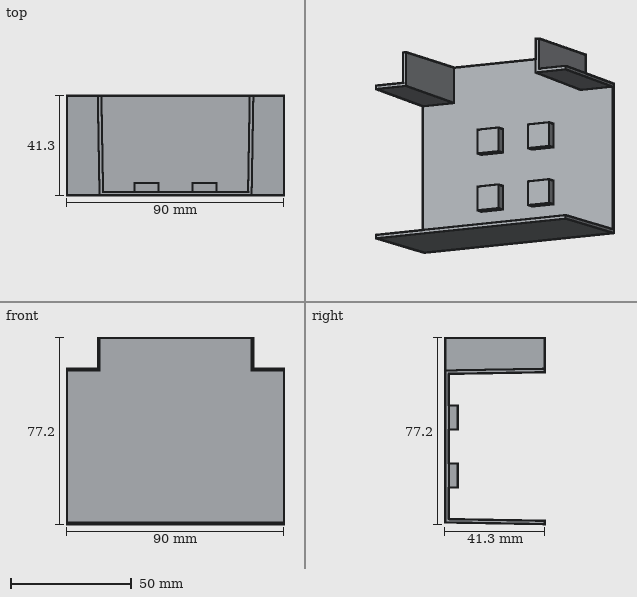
import cadquery as cq
import math

run_length = 90.0
face_width = 63.0
depth = 41.3
face_thickness = 1.5
wall_thickness = 1.5
draft_angle = 1.0
lug_size = 10.0
lug_height = 3.7
lug_pitch = 24.0

half_face = face_width / 2
draft_slope = math.tan(math.radians(draft_angle))
branch_top = run_length / 2


def channel_section(plane, base_half_width, front, length):
    """Extruded trapezoid from Y = front to the open back, widening at the draft angle."""
    front_half = base_half_width + front * draft_slope
    back_half = base_half_width + depth * draft_slope
    if plane == "XY":
        corners = [(-front_half, front), (front_half, front), (back_half, depth), (-back_half, depth)]
    else:
        corners = [(front, -front_half), (front, front_half), (depth, back_half), (depth, -back_half)]
    return cq.Workplane(plane).polyline(corners).close().extrude(length)


def tee(base_half_width, front):
    """Solid T made of the run along X and the branch rising along Z."""
    run = channel_section("YZ", base_half_width, front, run_length)
    run = run.translate((-run_length / 2, 0, 0))
    branch = channel_section("XY", base_half_width, front, branch_top)
    return run.union(branch)


def lug(x, z):
    """Square lug on the inside of the face, its root merged with the full thickness of the face."""
    height = face_thickness + lug_height
    return cq.Workplane("XY").box(lug_size, height, lug_size).translate((x, height / 2, z))


cover = tee(half_face, 0).cut(tee(half_face - wall_thickness, face_thickness))

for x_side in (-1, 1):
    for z_side in (-1, 1):
        cover = cover.union(lug(x_side * lug_pitch / 2, z_side * lug_pitch / 2))

result = cover
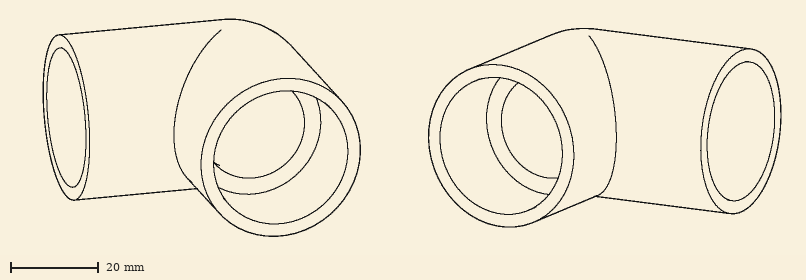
import cadquery as cq

outer_diameter = 38.0
bore_diameter = 24.25
socket_diameter = 32.0
socket_depth = 22.0
bend_diameter = 30.3
bend_radius = bend_diameter / 2
overall_x = 60.0
overall_y = 58.0

LEG_X = (1, 0, 0)
LEG_Y = (0, -1, 0)

outer_radius = outer_diameter / 2
leg_x = overall_x - outer_radius
leg_y = overall_y - outer_radius


def rod(direction, start, end, diameter):
    """Cylinder along one leg, between two distances from the corner."""
    origin = cq.Vector(*direction) * start
    plane = cq.Plane(origin=origin.toTuple(), xDir=(0, 0, 1), normal=direction)
    return cq.Workplane(plane).circle(diameter / 2).extrude(end - start)


def elbow_body():
    """Two legs meeting in a mitre, with a ball rounding the outer corner."""
    ball = cq.Workplane("XY").sphere(outer_radius)
    along_x = rod(LEG_X, 0, leg_x, outer_diameter)
    along_y = rod(LEG_Y, 0, leg_y, outer_diameter)
    return along_x.union(along_y).union(ball)


def bore():
    """Passage that runs straight in from each leg and turns through a round bend."""
    bend = (
        cq.Workplane("XZ", origin=(0, -bend_radius, 0))
        .circle(bore_diameter / 2)
        .revolve(90, (bend_radius, 0, 0), (bend_radius, -1, 0))
    )
    along_x = rod(LEG_X, bend_radius, leg_x, bore_diameter)
    along_y = rod(LEG_Y, bend_radius, leg_y, bore_diameter)
    return bend.union(along_x).union(along_y)


def socket(direction, leg_length):
    """Pipe socket ending in a flat shoulder around the bore."""
    return rod(direction, leg_length - socket_depth, leg_length, socket_diameter)


result = elbow_body().cut(bore()).cut(socket(LEG_X, leg_x)).cut(socket(LEG_Y, leg_y))
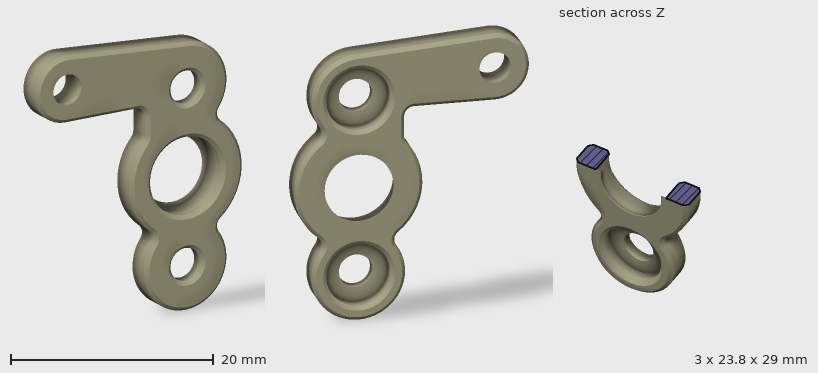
import cadquery as cq
import math

thickness = 3.0
edge_chamfer = 0.4
corner_radius = 1.0

hub_radius = 6.5
hub_bore_diameter = 7.0
hub_seat_diameter = 8.1
lip_thickness = 0.1

lobe_offset = 9.25
lobe_radius = 4.75
screw_hole_diameter = 3.4
counterbore_diameter = 6.5
counterbore_depth = 1.5

arm_end_y = -13.8
arm_end_z = 11.5
arm_end_radius = 3.5
arm_hole_diameter = 3.2
neck_y = -4.65

face_x = -thickness / 2
plate_plane = cq.Plane(origin=(face_x, 0, 0), xDir=(0, 1, 0), normal=(1, 0, 0))


def disc(y, z, radius, height=thickness):
    """Cylinder along +X that starts on the recessed face."""
    return cq.Workplane(plate_plane).center(y, z).circle(radius).extrude(height)


def arm_web():
    """Arm between the upper lobe and the arm end, with the neck down into the ring."""
    run_y = arm_end_y
    run_z = arm_end_z - lobe_offset
    span = math.hypot(run_y, run_z)
    slope = math.atan2(run_z, -run_y) - math.asin((lobe_radius - arm_end_radius) / span)
    normal_y = math.sin(slope)
    normal_z = math.cos(slope)
    arm_bottom_z = arm_end_z - arm_end_radius
    return (
        cq.Workplane(plate_plane)
        .moveTo(0, 0)
        .lineTo(0, lobe_offset)
        .lineTo(lobe_radius * normal_y, lobe_offset + lobe_radius * normal_z)
        .lineTo(arm_end_y + arm_end_radius * normal_y, arm_end_z + arm_end_radius * normal_z)
        .lineTo(arm_end_y, arm_end_z)
        .lineTo(arm_end_y, arm_bottom_z)
        .lineTo(neck_y, arm_bottom_z)
        .lineTo(neck_y, 0)
        .close()
        .extrude(thickness)
    )


def ring_lobe_crossing():
    """Distances (y, z) from the ring centre to where the ring and lobe circles cross."""
    z = (hub_radius**2 - lobe_radius**2 + lobe_offset**2) / (2 * lobe_offset)
    return math.sqrt(hub_radius**2 - z**2), z


def plate_blank():
    """Plate outline with rounded inner corners and both outer rims chamfered."""
    plate = disc(0, 0, hub_radius)
    for z in (-lobe_offset, lobe_offset):
        plate = plate.union(disc(0, z, lobe_radius))
    plate = plate.union(disc(arm_end_y, arm_end_z, arm_end_radius))
    plate = plate.union(arm_web())

    cross_y, cross_z = ring_lobe_crossing()
    inner_corners = [
        (cross_y, cross_z),
        (cross_y, -cross_z),
        (-cross_y, -cross_z),
        (neck_y, math.sqrt(hub_radius**2 - neck_y**2)),
        (neck_y, arm_end_z - arm_end_radius),
    ]
    for y, z in inner_corners:
        corner_edge = cq.selectors.NearestToPointSelector((0, y, z))
        plate = plate.edges("|X").edges(corner_edge).fillet(corner_radius)
    return plate.faces("<X or >X").edges().chamfer(edge_chamfer)


def cone(z, start_x, start_radius, end_radius):
    """Frustum on the lobe centreline, one edge chamfer long that starts at start_x and runs along +X."""
    return (
        cq.Workplane(plate_plane)
        .workplane(offset=start_x - face_x)
        .center(0, z)
        .circle(start_radius)
        .workplane(offset=edge_chamfer)
        .circle(end_radius)
        .loft()
    )


def front_chamfer(z, radius):
    """Cutter that chamfers the mouth of a hole on the recessed face."""
    return cone(z, face_x, radius + edge_chamfer, radius)


def back_chamfer(z, radius):
    """Cutter that chamfers the mouth of a hole on the +X face."""
    return cone(z, -face_x - edge_chamfer, radius, radius + edge_chamfer)


def counterbored_hole(z):
    """Cutter for a screw hole, counterbored on the recessed face and chamfered at both ends."""
    hole_radius = screw_hole_diameter / 2
    counterbore_radius = counterbore_diameter / 2
    return (
        disc(0, z, hole_radius)
        .union(disc(0, z, counterbore_radius, counterbore_depth))
        .union(front_chamfer(z, counterbore_radius))
        .union(back_chamfer(z, hole_radius))
    )


def hub_bore():
    """Cutter for the ring bore: a seat open to the +X face behind a thin retaining lip."""
    seat_radius = hub_seat_diameter / 2
    seat = disc(0, 0, seat_radius).translate((lip_thickness, 0, 0))
    return disc(0, 0, hub_bore_diameter / 2).union(seat).union(back_chamfer(0, seat_radius))


result = plate_blank()
result = result.cut(hub_bore())
result = result.cut(disc(arm_end_y, arm_end_z, arm_hole_diameter / 2))
for lobe_z in (-lobe_offset, lobe_offset):
    result = result.cut(counterbored_hole(lobe_z))

▬▬▬

What lines in the material include the string "origin"? Pull each one out.

    origin = cq.Vector(*direction) * start
    plane = cq.Plane(origin=origin.toTuple(), xDir=(0, 0, 1), normal=direction)
        cq.Workplane("XZ", origin=(0, -bend_radius, 0))
plate_plane = cq.Plane(origin=(face_x, 0, 0), xDir=(0, 1, 0), normal=(1, 0, 0))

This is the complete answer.